(Items from a dataset)
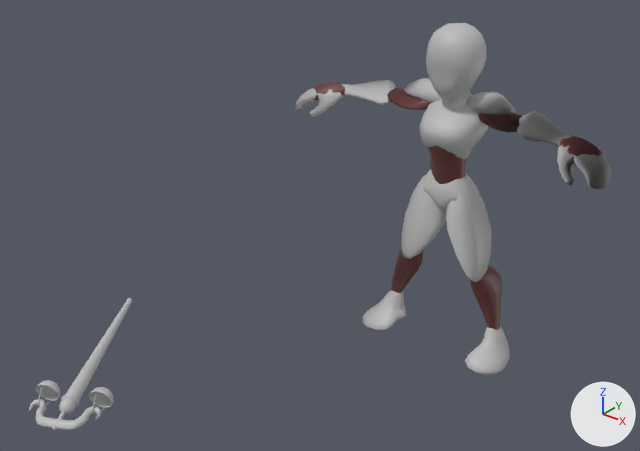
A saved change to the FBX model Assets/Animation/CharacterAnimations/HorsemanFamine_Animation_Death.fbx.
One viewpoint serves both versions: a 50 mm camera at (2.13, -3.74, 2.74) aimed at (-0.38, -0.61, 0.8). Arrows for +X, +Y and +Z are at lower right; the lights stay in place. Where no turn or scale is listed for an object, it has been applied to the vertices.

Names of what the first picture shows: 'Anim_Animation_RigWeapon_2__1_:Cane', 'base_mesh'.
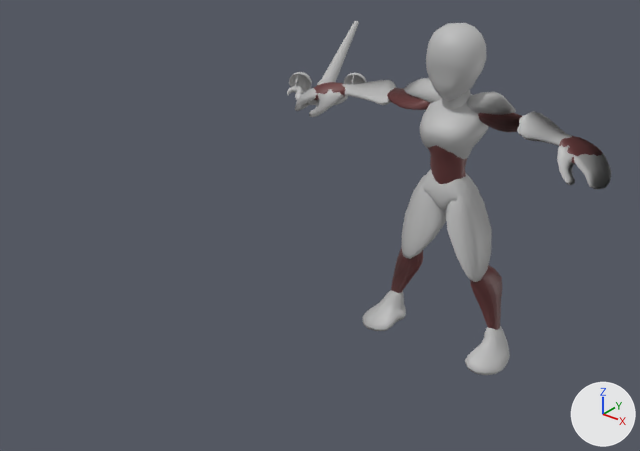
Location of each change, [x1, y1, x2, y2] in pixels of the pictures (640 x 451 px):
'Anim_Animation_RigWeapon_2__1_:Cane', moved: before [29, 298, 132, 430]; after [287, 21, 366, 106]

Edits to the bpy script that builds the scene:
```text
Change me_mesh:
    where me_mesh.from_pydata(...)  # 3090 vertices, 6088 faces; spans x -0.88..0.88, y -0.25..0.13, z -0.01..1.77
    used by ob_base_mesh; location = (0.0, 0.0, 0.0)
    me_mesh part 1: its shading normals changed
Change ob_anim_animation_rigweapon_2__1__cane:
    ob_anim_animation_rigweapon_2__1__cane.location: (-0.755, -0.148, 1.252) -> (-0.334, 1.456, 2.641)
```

Task item
Send back every line above exactly, skipping all pictures.

Finished exercise
A saved change to the FBX model Assets/Animation/CharacterAnimations/HorsemanFamine_Animation_Death.fbx.
One viewpoint serves both versions: a 50 mm camera at (2.13, -3.74, 2.74) aimed at (-0.38, -0.61, 0.8). Arrows for +X, +Y and +Z are at lower right; the lights stay in place. Where no turn or scale is listed for an object, it has been applied to the vertices.

Names of what the first picture shows: 'Anim_Animation_RigWeapon_2__1_:Cane', 'base_mesh'.
Location of each change, [x1, y1, x2, y2] in pixels of the pictures (640 x 451 px):
'Anim_Animation_RigWeapon_2__1_:Cane', moved: before [29, 298, 132, 430]; after [287, 21, 366, 106]

Edits to the bpy script that builds the scene:
```text
Change me_mesh:
    where me_mesh.from_pydata(...)  # 3090 vertices, 6088 faces; spans x -0.88..0.88, y -0.25..0.13, z -0.01..1.77
    used by ob_base_mesh; location = (0.0, 0.0, 0.0)
    me_mesh part 1: its shading normals changed
Change ob_anim_animation_rigweapon_2__1__cane:
    ob_anim_animation_rigweapon_2__1__cane.location: (-0.755, -0.148, 1.252) -> (-0.334, 1.456, 2.641)
```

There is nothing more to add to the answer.